I also get control over my voice. The stupid boys have been telling me to shut up since kindergarten, so that is exactly what I'm not going to do. Both of these ex-lovers eventually tried to shame me for using my voice. They were embarrassed. They wanted me to keep everything quiet so they could get away with mistreating me and suffer no consequences. Fuck that. I'm going to carry on aggressively acquiring clinical terminology to sharpen the scythe with which I cut through the bullshit. I'm going to call out subtle misogyny as specifically and as loudly and as eloquently and with as much strategic profanity as proves necessary. I am not afraid. I would rather be single than be silenced.
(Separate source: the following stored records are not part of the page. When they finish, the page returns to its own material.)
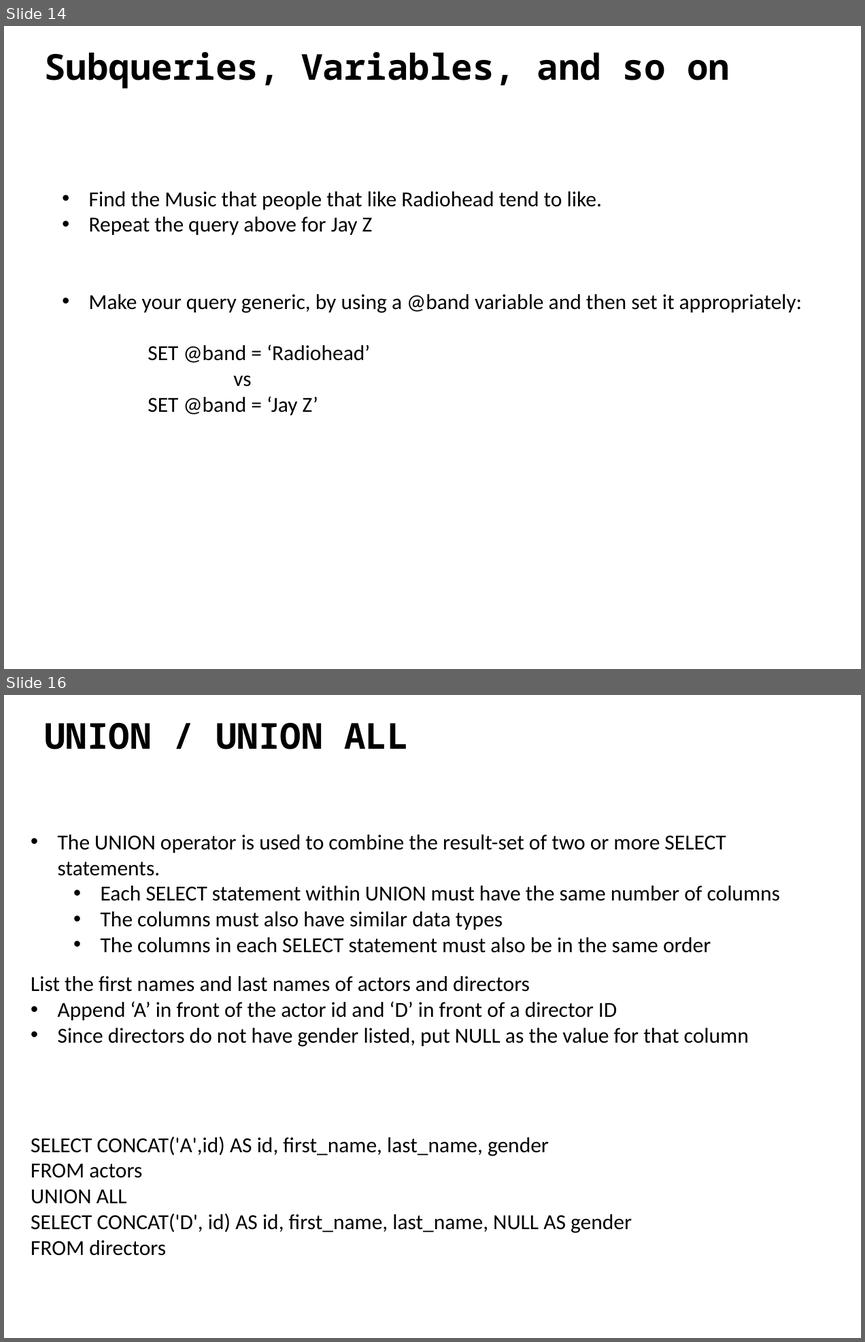
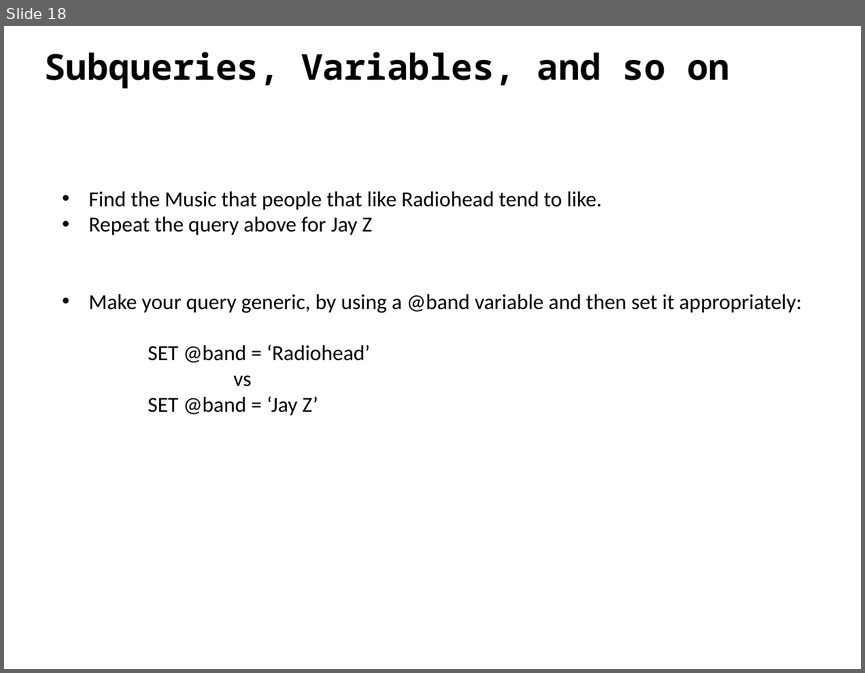
Before and after one commit to ipeirotis/introduction-to-databases, a slide deck: session6/F-SQL_Subqueries.pptx. Shown one above the other, each under a label of ours: slides 14 and 16 before the commit, slide 18 after it; the slides between them are not shown. The pictures are 865x1342 and 865x673 pixels, drawn with LibreOffice and Linux fonts; fonts in the diff are those of the drawing. Boxes give left, top, right and bottom in pixels: in the first picture for what was removed or moved away, otherwise in the second. Text is boxed around its words. In the diff, an @@ line names an element or a change of style, - is before the commit and + after.

```diff
--- a/session6/F-SQL_Subqueries.pptx
+++ b/session6/F-SQL_Subqueries.pptx
@@ slide 16 removed at (4, 695, 861, 1338), background #FFFFFF @@
@@ text removed at (44, 723, 408, 749) @@
-UNION / UNION ALL
@@ text removed at (58, 834, 780, 953) @@
-• The UNION operator is used to combine the result-set of two or more SELECT statements.
-  • Each SELECT statement within UNION must have the same number of columns
-  • The columns must also have similar data types
-  • The columns in each SELECT statement must also be in the same order
@@ text removed at (31, 976, 749, 1047) @@
-List the first names and last names of actors and directors
-• Append ‘A’ in front of the actor id and ‘D’ in front of a director ID
-• Since directors do not have gender listed, put NULL as the value for that column
@@ text removed at (31, 1136, 632, 1255) @@
-SELECT CONCAT('A',id) AS id, first_name, last_name, gender
-FROM actors
-UNION ALL
-SELECT CONCAT('D', id) AS id, first_name, last_name, NULL AS gender
-FROM directors
@@ what was slide 14 is now slide 18 @@
```
Also in this commit, not shown: 5 slides changed, 7 slides added, 3 other slides removed.

I'm not trying to start a gender war, air my dirty laundry, or medal at the Oppression Olympics. This is a statement about the experiences that led me to this particular piece of artwork. 'No Boys Allowed' has three years of pain and rage and tears in solitude and hard lessons summed up into two point five minutes of flashy fun and games. I created this opportunity and I am speaking my piece. This is my voice, my platform, my story, my work, my truth. I'm here fighting out my own salvation like everyone else, but I know I'm not alone, so I'll say it again: the women are tired. I am tired of being demonized as a crazy lady because I have some basic and reasonable requirements. I am disappointed and I am bored. Step up the damn game.